# Bananas, Corned Beef and they're not baby grapes



## Turtulas-Len (May 13, 2011)

I found bananas on 2 trees, never had them this early in spring,Maybe they will have time to grow and ripen. they usually show up later and the cold weather kills them. Is corned beef (in the can like spam) hard to find where you live? It has not been in the stores around here for months.One of the stores down the road found a brand named Hereford at $4.89 a can. And the baby grapes from an earlier thread are not grapes they are flower buds that haven't bloomed yet.Yvonne G said that they were probably tart, so I tasted some,they taste like grass, not much flavor,I will taste them again when they turn into unripe baby grapes. Len


----------



## ALDABRAMAN (May 13, 2011)

*RE: Bananas, Corned Beef and their not baby grapes*

They should ripen.


----------



## dmarcus (May 13, 2011)

*RE: Bananas, Corned Beef and their not baby grapes*

Very cool, would love to see the photo when they ripen..


----------



## Neal (May 13, 2011)

*RE: Bananas, Corned Beef and their not baby grapes*

I worked on a banana farm on Saipan for some time. I'm sure climate and other factors between there and where you are would make the ripening season different, but you should see them ripen in about 2 - 3 months. Do you know what type of banana they are?


----------



## Angi (May 13, 2011)

*RE: Bananas, Corned Beef and their not baby grapes*

I have not seen corned beef in a can in 18 yearrs, but I have not looked for it. My mom used to get it in huge cans when she owned a restraunt. I think we call them #10 cans. She might have gotten them from Smart and Final. Not sure. It was awful stuff, but some people loved it.


----------



## Angi (May 13, 2011)

*RE: Bananas, Corned Beef and their not baby grapes*

I have not seen corned beef in a can in 18 yearrs, but I have not looked for it. My mom used to get it in huge cans when she owned a restraunt. I think we call them #10 cans. She might have gotten them from Smart and Final. Not sure. It was awful stuff, but some people loved it.


----------



## onarock (May 13, 2011)

*RE: Bananas, Corned Beef and their not baby grapes*

Ive got 15 banana plants on the property.

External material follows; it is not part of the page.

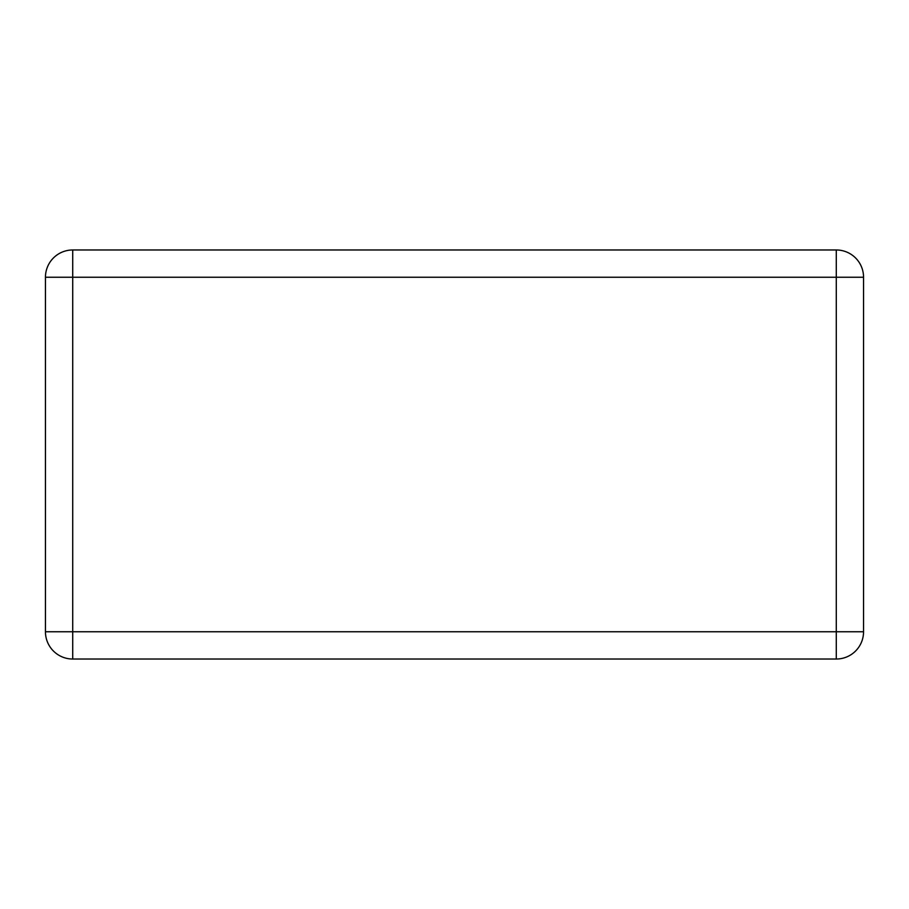 <?xml version="1.0" encoding="UTF-8"?>
<svg xmlns="http://www.w3.org/2000/svg" width="909" height="909" viewBox="0 0 909 909"><rect width="100%" height="100%" fill="white"/><g stroke="black" fill="none" stroke-linecap="round" stroke-linejoin="round"><path stroke-width="1.36" d="M836.28 277.245L863.55 277.245A27.27 27.27 0 0 0 836.28 249.975L836.28 659.025A27.27 27.27 0 0 0 863.55 631.755L45.45 631.755A27.27 27.27 0 0 0 72.72 659.025L72.72 249.975A27.27 27.27 0 0 0 45.45 277.245L836.28 277.245M863.55 631.755L863.55 277.245M72.72 659.025L836.28 659.025M45.45 277.245L45.45 631.755M836.28 249.975L72.72 249.975"/></g></svg>

Haven't had bananas in a little while, but love it when we do. Corned beef is like a staple food here along with Spam.


----------



## Fernando (May 13, 2011)

*RE: Bananas, Corned Beef and their not baby grapes*



onarock said:


> Ive got 15 banana plants on the property. Haven't had bananas in a little while, but love it when we do. Corned beef is like a staple food here along with Spam.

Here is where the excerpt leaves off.